S3-1: preemphasis processing is carried out to three groups of voice signals after denoising, then by signal framing, each frame is multiplied by Hamming Window；

Power spectrum: being passed through the triangle filter group of one group of Meier scale by S3-3, calculates pair of each filter group output Number energy；

S3-4: the characteristic parameter exported by discrete cosine transform.

4. a kind of method for distinguishing speek person based on Triplet-Loss according to claim 1, which is characterized in that described Step step S4 based on LSTM neural network, after LSTM neural network characteristics output layer addition normalization layer and Triplet-Loss loss function layer constructs RNN neural network.

5. a kind of method for distinguishing speek person based on Triplet-Loss according to claim 4, which is characterized in that described Triplet-Loss loss function layer makes the distance between Xa and Xp feature representation as small as possible by study, and Xa and Xn The distance between feature representation is as big as possible, and to allow and have one between the distance between Xa and Xn and the distance between Xa and Xp A the smallest interval α；

Corresponding objective function are as follows:

Wherein,Indicate the Euclidean distance measurement between Xa and Xp；

What is indicated is the Euclidean distance measurement between Xa and Xn；

Distance is measured with Euclidean distance herein, when the value in+[] is greater than zero, takes the value for loss, when minus, damage Mistake is zero.

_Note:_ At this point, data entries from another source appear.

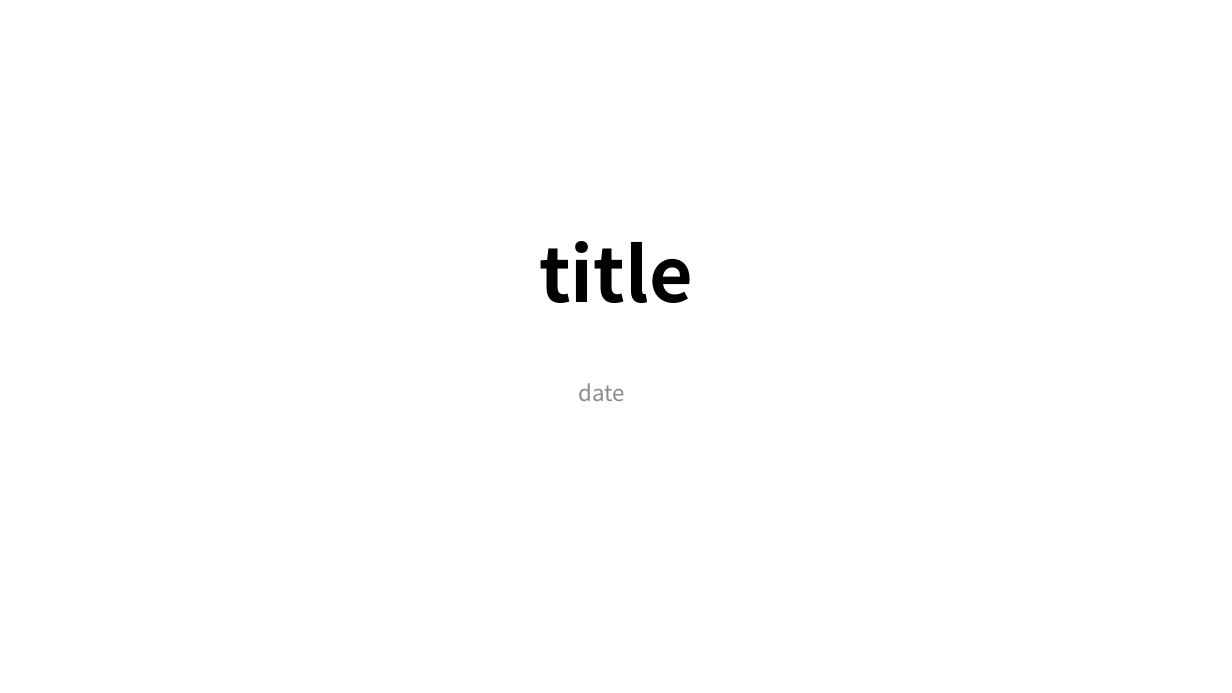
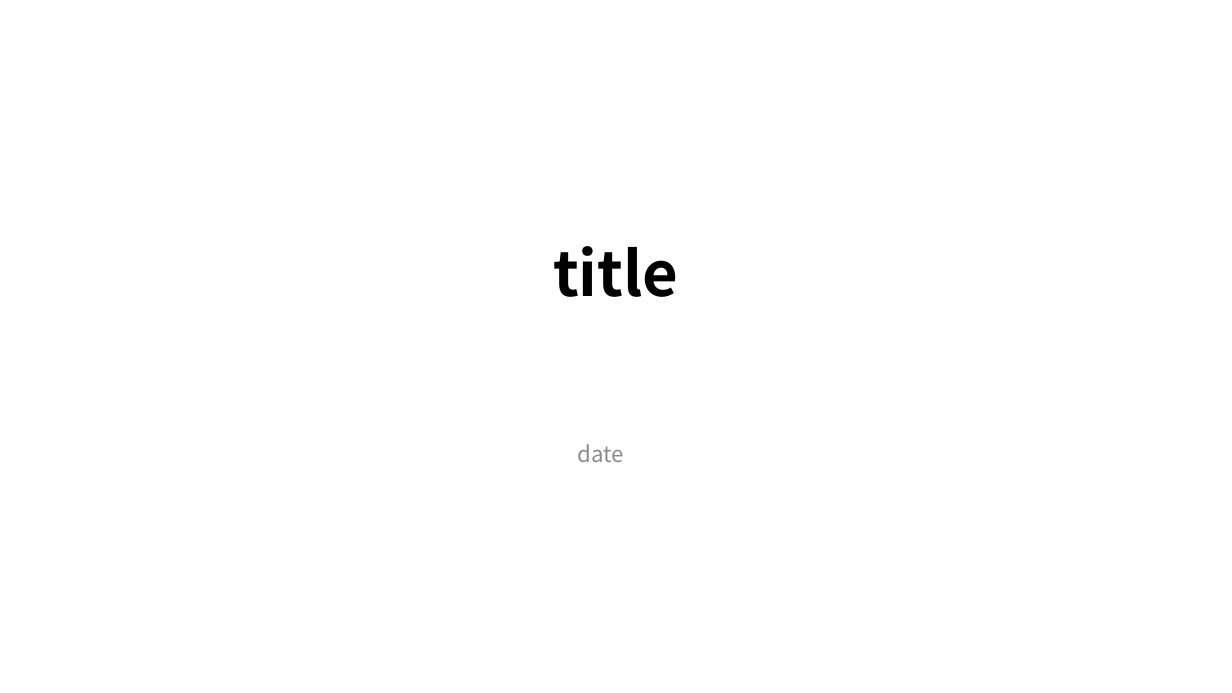
Before and after one commit to callsobing/tci-gene-sandbox, a slide deck: slide 1 of data/pptx_template.pptx. Drawn at 1232x693 pixels with LibreOffice and Linux fonts; fonts in the diff are those of the drawing; background and template pictures are left out. Boxes give left, top, right and bottom in pixels: in the first picture for what was removed or moved away, otherwise in the second. Text is boxed around its words. In the diff, an @@ line names an element or a change of style, - is before the commit and + after.

Commit message:
修改template

```diff
--- a/data/pptx_template.pptx
+++ b/data/pptx_template.pptx
@@ title "title" at (x1=553, y1=246, x2=679, y2=297): size 44 to 36 pt @@
@@ subtitle "date" moved from (x1=579, y1=383, x2=625, y2=401) to (x1=578, y1=444, x2=624, y2=462) @@
```

6. a kind of method for distinguishing speek person based on Triplet-Loss according to claim 1, which is characterized in that described Step S6 carries out Speaker Identification, and specific step is as follows:

S6-2: obtained feature representation is normalized；

S6-3: pass through Triplet-Loss loss function optimization neural network；

S6-4: comparing the metric and preset threshold of Triplet-Loss loss function, if metric is greater than preset threshold, says Talk about artificial same people, artificial different people of otherwise speaking.